Content starts
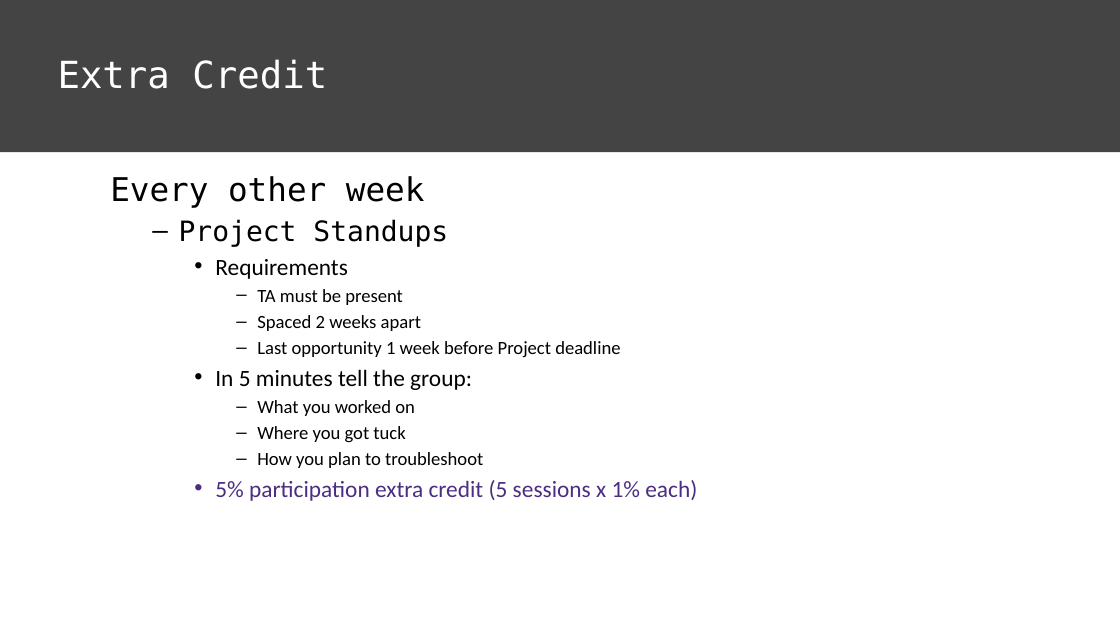
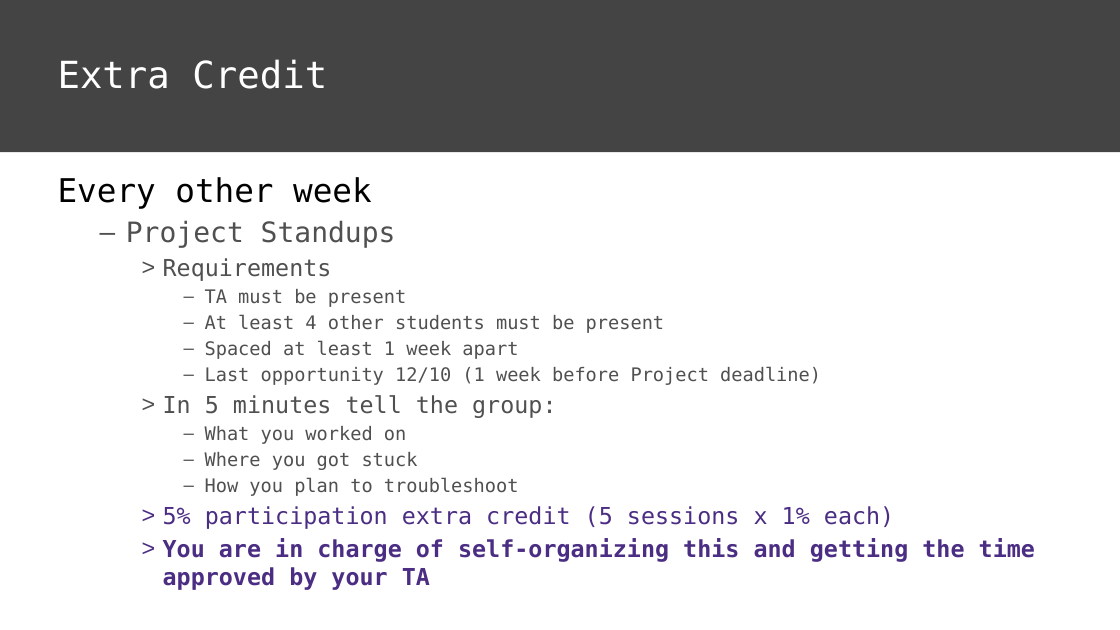
Before and after one commit to wesleybeckner/technin510, a slide deck: slide 13 of technin510/Week 1/Technin510 P1 Welcome to 510.pptx (slide 10 before the commit). Drawn at 1120x630 pixels with LibreOffice and Linux fonts; fonts in the diff are those of the drawing; background and template pictures are left out. Boxes give left, top, right and bottom in pixels: in the first picture for what was removed or moved away, otherwise in the second. Text is boxed around its words. In the diff, an @@ line names an element or a change of style, - is before the commit and + after.

Commit message:
week3 updates

```diff
--- a/technin510/Week 1/Technin510 P1 Welcome to 510.pptx
+++ b/technin510/Week 1/Technin510 P1 Welcome to 510.pptx
@@ text "Every other week": place and size @@
-text "Every other week" at (110,176,697,501)
+text "Every other week" at (58,177,1035,590)
@@ text at (126,220,894,529): text colour #000000 to #505050 in "Project Standups", "Requirements", "TA must be present", "In 5 minutes tell the group:" and 2 more places; font Calibri to DejaVu Sans Mono in "Requirements", "TA must be present", "In 5 minutes tell the group:", "What you worked on" and 2 more places; bullet • to > @@
@@ text at (205,314,821,385): text changed; font Calibri to DejaVu Sans Mono; text colour #000000 to #505050 @@
-      – Spaced 2 weeks apart
-      – Last opportunity 1 week before Project deadline
+      – At least 4 other students must be present
+      – Spaced at least 1 week apart
+      – Last opportunity 12/10 (1 week before Project deadline)
@@ text at (205,452,418,470): text changed; font Calibri to DejaVu Sans Mono; text colour #000000 to #505050 @@
-      – Where you got tuck
+      – Where you got stuck
@@ text at (163,538,1035,590): paragraph added @@
+    > You are in charge of self-organizing this and getting the time approved by your TA
```
Also in this commit, not shown: 10 other slides changed, 7 slides added, 18 other files.
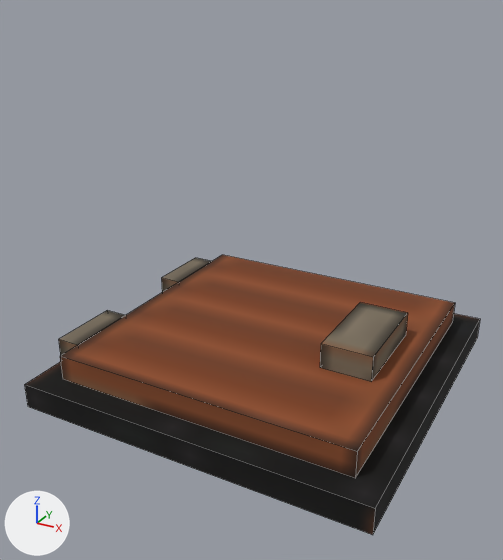
A saved change to the OBJ model res/hatch.obj.
Rendered twice from a camera (50 mm lens) standing at (0.722, -1.424, 0.958) and looking at (-0.038, -0.042, 0.267). The axes (+X, +Y, +Z) are drawn at lower left. The lights are the same throughout. Mesh edges are drawn as thin lines. Where no turn or scale is listed for an object, it has been applied to the vertices.

In view in the first picture: 'base', 'door', 'handle', 'lHinge', 'rHinge'.
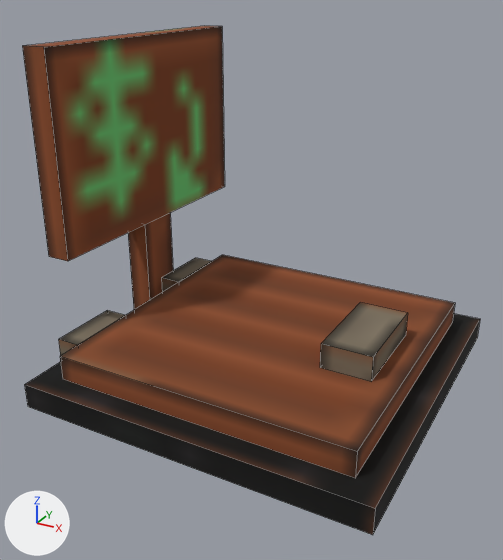
Commit message: Hatch price

What differs and where, as boxes (x1, y1, x2, y2) in the pictures (503 x 560 px):
'signHead', added
    after: (22, 26, 225, 261)
'signBase', added (brown)
    after: (128, 213, 173, 310)
'lHinge', mesh moved
    before: (58, 310, 125, 356)
    after: (161, 258, 211, 292)
'rHinge', mesh moved
    before: (161, 258, 211, 292)
    after: (58, 310, 125, 356)
part 1 of me_door, surface changed
    both: (60, 255, 455, 478)

Diff of the bpy script that builds the scene:
```diff
--- a/res/hatch.obj.py
+++ b/res/hatch.obj.py
@@ me_door @@
 me_door.from_pydata(...)  # 8 vertices, 6 faces; spans x -0.375..0.375, y -0.375..0.375, z 0.062..0.125
 # used by ob_door; location = (0.0, 0.0, 0.0)
+# me_door part 1: texture (UV) coordinates of 6 of 6 faces, centred in x -0.375..0.375, y -0.375..0.375, z 0.062..0.125, changed; they spanned u 0.0..0.38, v 0.16..0.56 and now span u 0.0..0.38, v 0.16..0.56
 me_door.materials.append(mat_m_37c07ea3_f942_60f5_694e_0bc1029a4e22)
@@ me_lhinge @@
 me_lhinge.from_pydata(...)  # 8 vertices, 6 faces; spans x -0.438..-0.375, y -0.312..-0.125, z 0.063..0.125
 # used by ob_lhinge; location = (0.0, 0.0, 0.0)
+# me_lhinge part 2: the whole mesh is moved by (0.0, 0.438, 0.0)
 me_lhinge.materials.append(mat_m_37c07ea3_f942_60f5_694e_0bc1029a4e22)
@@ me_rhinge @@
 me_rhinge.from_pydata(...)  # 8 vertices, 6 faces; spans x -0.438..-0.375, y 0.125..0.312, z 0.062..0.125
 # used by ob_rhinge; location = (0.0, 0.0, 0.0)
+# me_rhinge part 3: the whole mesh is moved by (0.0, -0.438, 0.0)
 me_rhinge.materials.append(mat_m_37c07ea3_f942_60f5_694e_0bc1029a4e22)
@@ me_signhead @@
+me_signhead.from_pydata(...)  # 8 vertices, 6 faces; spans x -0.5..-0.438, y -0.25..0.5, z 0.312..0.812
+me_signhead.materials.append(mat_m_37c07ea3_f942_60f5_694e_0bc1029a4e22)  # picture img_hatchtexture_png
@@ me_signbase @@
+me_signbase.from_pydata(...)  # 8 vertices, 6 faces; spans x -0.5..-0.438, y 0.062..0.188, z 0.0..0.312
+me_signbase.materials.append(mat_m_37c07ea3_f942_60f5_694e_0bc1029a4e22)  # picture img_hatchtexture_png
@@ ob_signhead @@
+ob_signhead = bpy.data.objects.new('signHead', me_signhead)
+ob_signhead.location = (0.0, 0.0, 0.0)
@@ ob_signbase @@
+ob_signbase = bpy.data.objects.new('signBase', me_signbase)
+ob_signbase.location = (0.0, 0.0, 0.0)
```
Content ends
## HOW TO COMPLETE THIS TASK
Wherever the string "Welcome" appears in a line of the records above, copy that line.

## ANSWER
Before and after one commit to wesleybeckner/technin510, a slide deck: slide 13 of technin510/Week 1/Technin510 P1 Welcome to 510.pptx (slide 10 before the commit). Drawn at 1120x630 pixels with LibreOffice and Linux fonts; fonts in the diff are those of the drawing; background and template pictures are left out. Boxes give left, top, right and bottom in pixels: in the first picture for what was removed or moved away, otherwise in the second. Text is boxed around its words. In the diff, an @@ line names an element or a change of style, - is before the commit and + after.
--- a/technin510/Week 1/Technin510 P1 Welcome to 510.pptx
+++ b/technin510/Week 1/Technin510 P1 Welcome to 510.pptx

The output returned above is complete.